Poi discuteteli con qualcuno di cui vi fidate. Come al solito, è indispensabile un professionista qualificato.

 

Così ciascuno di noi può iniziare:

  • a confrontarsi con una rappresentazione di ciò che sente in profondità
  • vedersela concretizzata e affrontabile / non affrontabile; accettabile / non accettabile contemporaneamente (paradossi da sanare ascoltando le proprie reazioni)
  • e a farlo insieme con qualcuno che ci sostiene –come un nuovo genitore reale- mentre si traggono le ispirazioni dal lavoro effettuato insieme.

 

C’è un legame tra questi esercizi e le decisioni -che traboccano come una goccia da un vaso- che Dario sta prendendo? Secondo me sì, ma io sono di parte.

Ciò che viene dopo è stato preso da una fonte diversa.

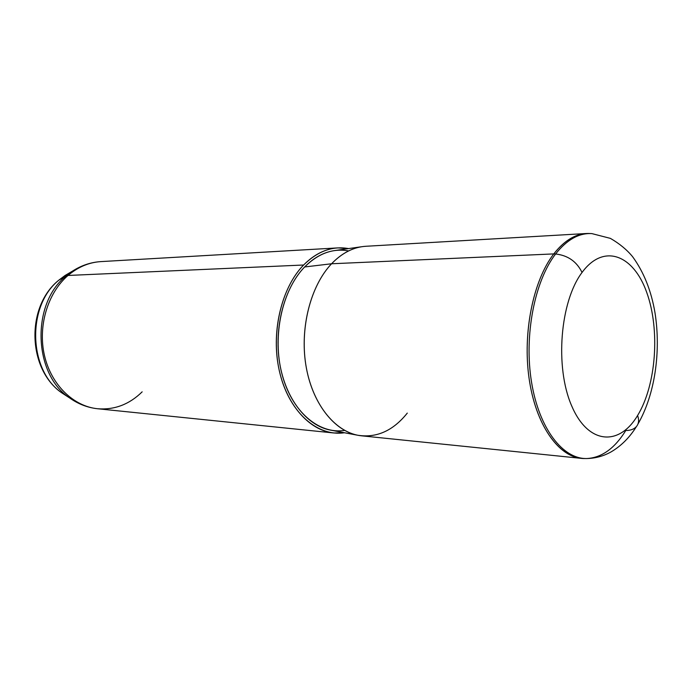 <?xml version="1.0" encoding="UTF-8"?>
<svg xmlns="http://www.w3.org/2000/svg" width="692" height="692" viewBox="0 0 692 692"><rect width="100%" height="100%" fill="white"/><g stroke="black" fill="none" stroke-linecap="round" stroke-linejoin="round"><path stroke-width="1.04" d="M581.358 458.372L361.665 435.83C336.779 433.469 313.346 406.161 306.357 367.919C299.29 329.729 310.163 286.168 331.572 263.764L553.773 253.912C533.238 280.39 522.486 332.74 529.095 378.446C535.625 424.213 557.934 456.236 581.358 458.372L585.311 458.519M585.484 458.528L585.129 458.528C561.1 459.289 537.2 428.608 529.648 382.079C522.002 335.646 532.65 281.099 553.773 253.912L331.572 263.764C342.125 252.874 353.56 247.044 365.878 246.274L586.349 233.515C574.749 234.242 563.894 241.041 553.773 253.912L555.615 253.981C534.535 281.16 523.913 335.689 531.534 382.114C539.068 428.625 562.907 459.289 586.885 458.536C601.772 457.697 614.747 448.355 625.793 430.51C630.507 430.502 634.054 429.196 636.424 426.575C638.846 423.642 639.235 419.957 637.591 415.511C619.184 446.522 587.975 444.662 571.54 405.555C554.776 366.872 560.113 301.487 582.041 272.466C603.718 242.857 633.587 254.907 646.76 292.526C660.237 329.816 656.267 384.977 637.591 415.511C656.267 384.977 660.237 329.816 646.76 292.526C633.587 254.907 603.718 242.857 582.041 272.466C576.721 261.559 567.907 255.391 555.615 253.981L553.773 253.912C565.104 239.588 577.223 232.797 590.129 233.533L590.484 233.541M590.311 233.541L586.349 233.515M357.626 435.225L330.127 430.052C306.599 425.468 285.459 398.601 279.646 362.971C273.807 327.368 284.412 287.742 304.644 266.965L331.572 263.764C310.786 285.562 299.818 327.325 305.821 364.814C311.781 402.346 333.527 430.528 357.626 435.225C376.526 438.209 393.073 430.839 407.285 413.098M331.572 263.764L304.644 266.965C313.684 257.761 323.51 252.329 334.115 250.651L361.821 246.707C350.948 248.428 340.871 254.111 331.572 263.764M303.624 265.01C317.611 251.187 332.592 245.712 348.569 248.592L337.955 247.892C325.612 248.662 314.168 254.371 303.624 265.01C282.224 286.895 271.385 329.349 278.461 366.604C285.467 403.903 308.909 430.606 333.838 432.976L344.478 432.751C318 436.877 290.112 413.245 280.191 374.415C270.139 335.681 280.58 288.452 303.624 265.01L68.024 275.459L303.624 265.01M348.621 250.919C332.982 248.065 318.32 253.41 304.644 266.965C282.189 289.879 272.06 335.923 281.878 373.663C291.583 411.498 318.796 434.524 344.633 430.424M69.511 272.873L58.984 280.07C26.279 305.907 28.458 371.275 62.479 393.315L66.769 396.092M591.876 233.602C579.005 232.867 566.921 239.666 555.615 253.981C566.921 239.666 579.005 232.867 591.876 233.602L610.396 238.377C619.522 243.662 626.909 249.76 632.566 256.654C643.776 271.999 651.259 290.727 655.004 312.836C661.068 351.138 655.099 394.345 637.938 424.075M582.041 272.466C560.113 301.487 554.776 366.872 571.54 405.555C587.975 444.662 619.184 446.522 637.591 415.511C639.235 419.957 638.846 423.642 636.424 426.575C629.729 437.361 621.399 445.734 611.434 451.694C603.831 456.037 595.648 458.312 586.885 458.536C562.907 459.289 539.068 428.625 531.534 382.114C523.913 335.689 534.535 281.16 555.615 253.981C567.907 255.391 576.721 261.559 582.041 272.466M333.838 432.976L97.676 408.756C73.577 406.394 51.234 384.925 44.478 355.55C37.671 326.209 47.696 292.924 68.024 275.459C78.058 266.965 89.026 262.346 100.945 261.602C89.026 262.346 78.058 266.965 68.024 275.459L66.095 275.978C30.967 303.727 33.311 374.467 69.84 398.082L74.009 400.815L69.84 398.082C33.311 374.467 30.967 303.727 66.095 275.978L58.984 280.07L66.095 275.978L72.66 271.022L66.095 275.978L68.024 275.459C47.696 292.924 37.671 326.209 44.478 355.55C51.234 384.925 73.577 406.394 97.676 408.756C114.552 410.036 129.378 404.396 142.163 391.836M62.479 393.315C28.458 371.275 26.279 305.907 58.984 280.07L65.1 275.459L58.647 280.295C25.44 306.954 27.516 370.142 62.479 393.315L69.84 398.082C78.404 404.128 87.685 407.683 97.676 408.756M76.95 268.479L72.66 271.022L76.95 268.479M65.1 275.459L72.66 271.022C81.492 265.365 90.92 262.225 100.945 261.602L337.955 247.892"/></g></svg>

Per il resto vedete voi.

A me sconvolge come le persone siano semplici e i problemi altrettanto diretti, mai così complicati come invece appaiono quando li elucubriamo per anni -come facevo anch’io per lunghi periodi- senza condividerli con nessuno.

 

Luciana a questo esercizio ha risposto:

  • Io sono me e non sono te, e quindi…
  • –       Io non posso essere me stessa
  • –       E nemmeno andare per la mia strada
  • –       Quindi non riesco nemmeno a dire a te…. Che io sono me e non sono te (!)
  • –       Lo sento, ma non posso dirlo. Tu sei troppo debole e non lo sopporteresti
  • –       Io non posso… non posso… non posso
  • –       Posso solo farmi carico di te e delle tue aspettative.

 

E poi è scoppiata in un fiume di lacrime liberatorie che finalmente hanno fatto uscire la verità: da quando è bambina, è un continuo caricarsi quotidiano delle aspettative degli altri. Di tutti. A scapito di sé. Ogni santa mattina che si illumina su questa terra.

 

 

La verità, vi prego, sull’amore: cos’altro vale la pena? A che servono i tramonti e le albe se non sentiamo il permesso di goderceli?

Quanto è importante per Luciana l’aver iniziato questo cammino? Che senso ha chiedersi quanto durerà? Se ogni giorno starà meglio di ieri?

“Quanto durerà?” non è una domanda, è una paura che ha preso la via del dubbio.

 

La verità, vi prego, sull’amore: noi stessi siamo il nostro modo di darci e di dare amore.

C’è un post-it in studio che dice: LA TERAPIA SI FA FUORI DA QUESTO STUDIO.

 

Ed è vero. Le persone portano a casa le loro risposte alle domande “e quindi?” e continuano a lavorarci, effettuando il vero lavoro di scavo, allenamento, ispirazione e reale cambiamento.

 

Molti mi chiedono: si può fare da soli? Io vi chiedo: Si può vivere da soli? Per certi versi assolutamente sì, per altri, completamente no. Quindi come al solito la risposta è paradossale: si deve molto fare da soli; non si può per niente fare da soli.

Nel mio studio c’è un altro post-it che dice: LA TERAPIA SI FA DENTRO NON FUORI.

 

Vale a dire dentro di sé. Dove se no?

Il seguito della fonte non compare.